(Provided data Opens)

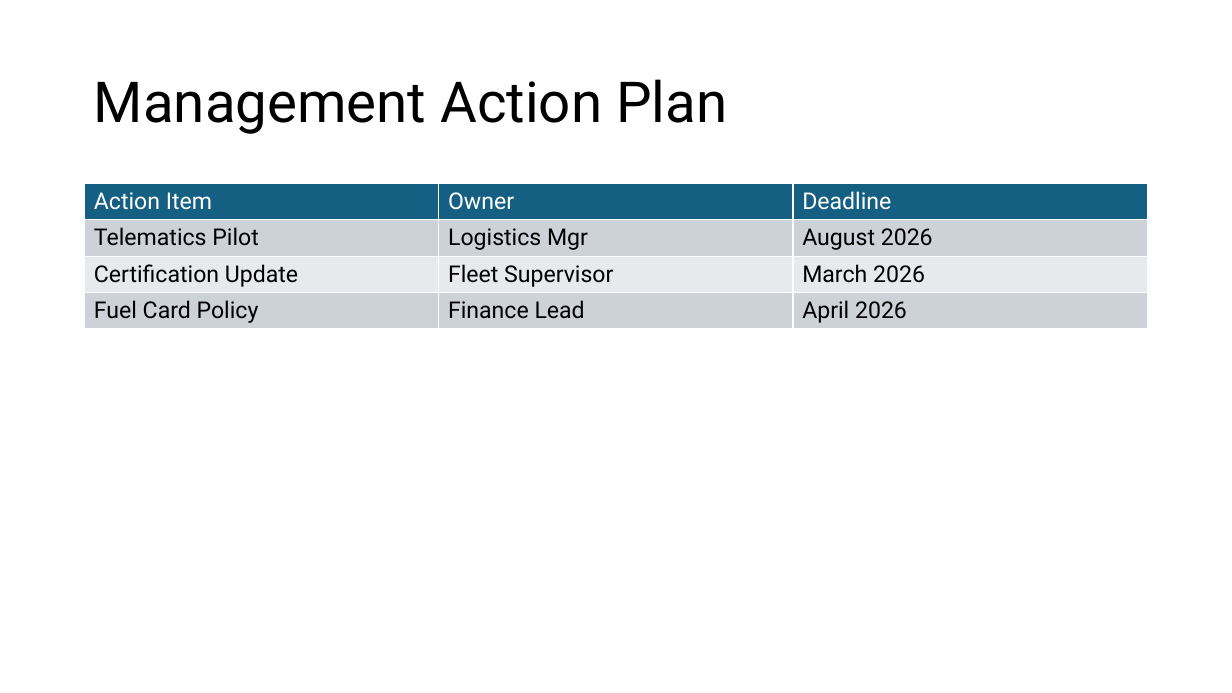
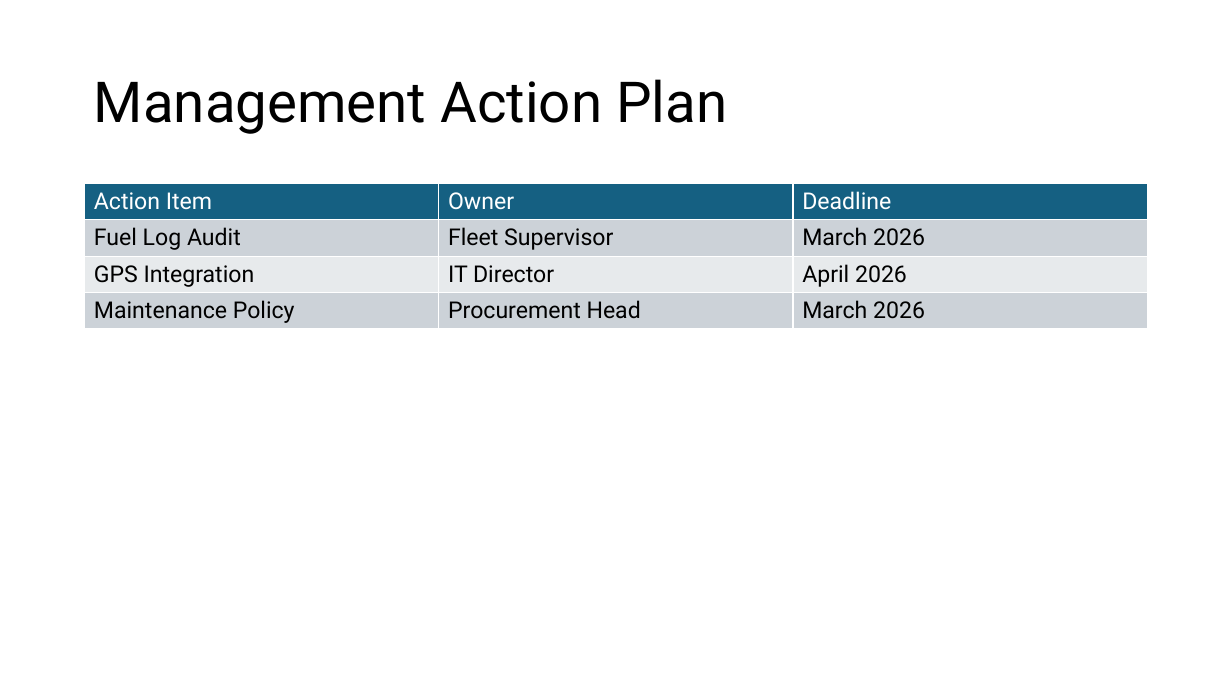
Before and after one commit to DenzDy/ia-report-bot-tools, a slide deck: slide 6 of generated_pptx/IA_Report_Fleet_Management_Operations.pptx. Drawn at 1232x693 pixels with LibreOffice and Linux fonts; fonts in the diff are those of the drawing. Boxes give left, top, right and bottom in pixels: in the first picture for what was removed or moved away, otherwise in the second. Text is boxed around its words. In the diff, an @@ line names an element or a change of style, - is before the commit and + after.

```diff
--- a/generated_pptx/IA_Report_Fleet_Management_Operations.pptx
+++ b/generated_pptx/IA_Report_Fleet_Management_Operations.pptx
@@ table at (85, 184, 1147, 623) @@
-row 2: Telematics Pilot | Logistics Mgr | August 2026
+row 2: Fuel Log Audit | Fleet Supervisor | March 2026
-row 3: Certification Update | Fleet Supervisor | March 2026
+row 3: GPS Integration | IT Director | April 2026
-row 4: Fuel Card Policy | Finance Lead | April 2026
+row 4: Maintenance Policy | Procurement Head | March 2026
```
Also in this commit, not shown: 5 other slides changed, 41 other files.

(Provided data Closes)

**Instructions for the task**
Although the records above contain pictures, output every line exactly and leave the pictures out.

**Exercise solution**
Before and after one commit to DenzDy/ia-report-bot-tools, a slide deck: slide 6 of generated_pptx/IA_Report_Fleet_Management_Operations.pptx. Drawn at 1232x693 pixels with LibreOffice and Linux fonts; fonts in the diff are those of the drawing. Boxes give left, top, right and bottom in pixels: in the first picture for what was removed or moved away, otherwise in the second. Text is boxed around its words. In the diff, an @@ line names an element or a change of style, - is before the commit and + after.

```diff
--- a/generated_pptx/IA_Report_Fleet_Management_Operations.pptx
+++ b/generated_pptx/IA_Report_Fleet_Management_Operations.pptx
@@ table at (85, 184, 1147, 623) @@
-row 2: Telematics Pilot | Logistics Mgr | August 2026
+row 2: Fuel Log Audit | Fleet Supervisor | March 2026
-row 3: Certification Update | Fleet Supervisor | March 2026
+row 3: GPS Integration | IT Director | April 2026
-row 4: Fuel Card Policy | Finance Lead | April 2026
+row 4: Maintenance Policy | Procurement Head | March 2026
```
Also in this commit, not shown: 5 other slides changed, 41 other files.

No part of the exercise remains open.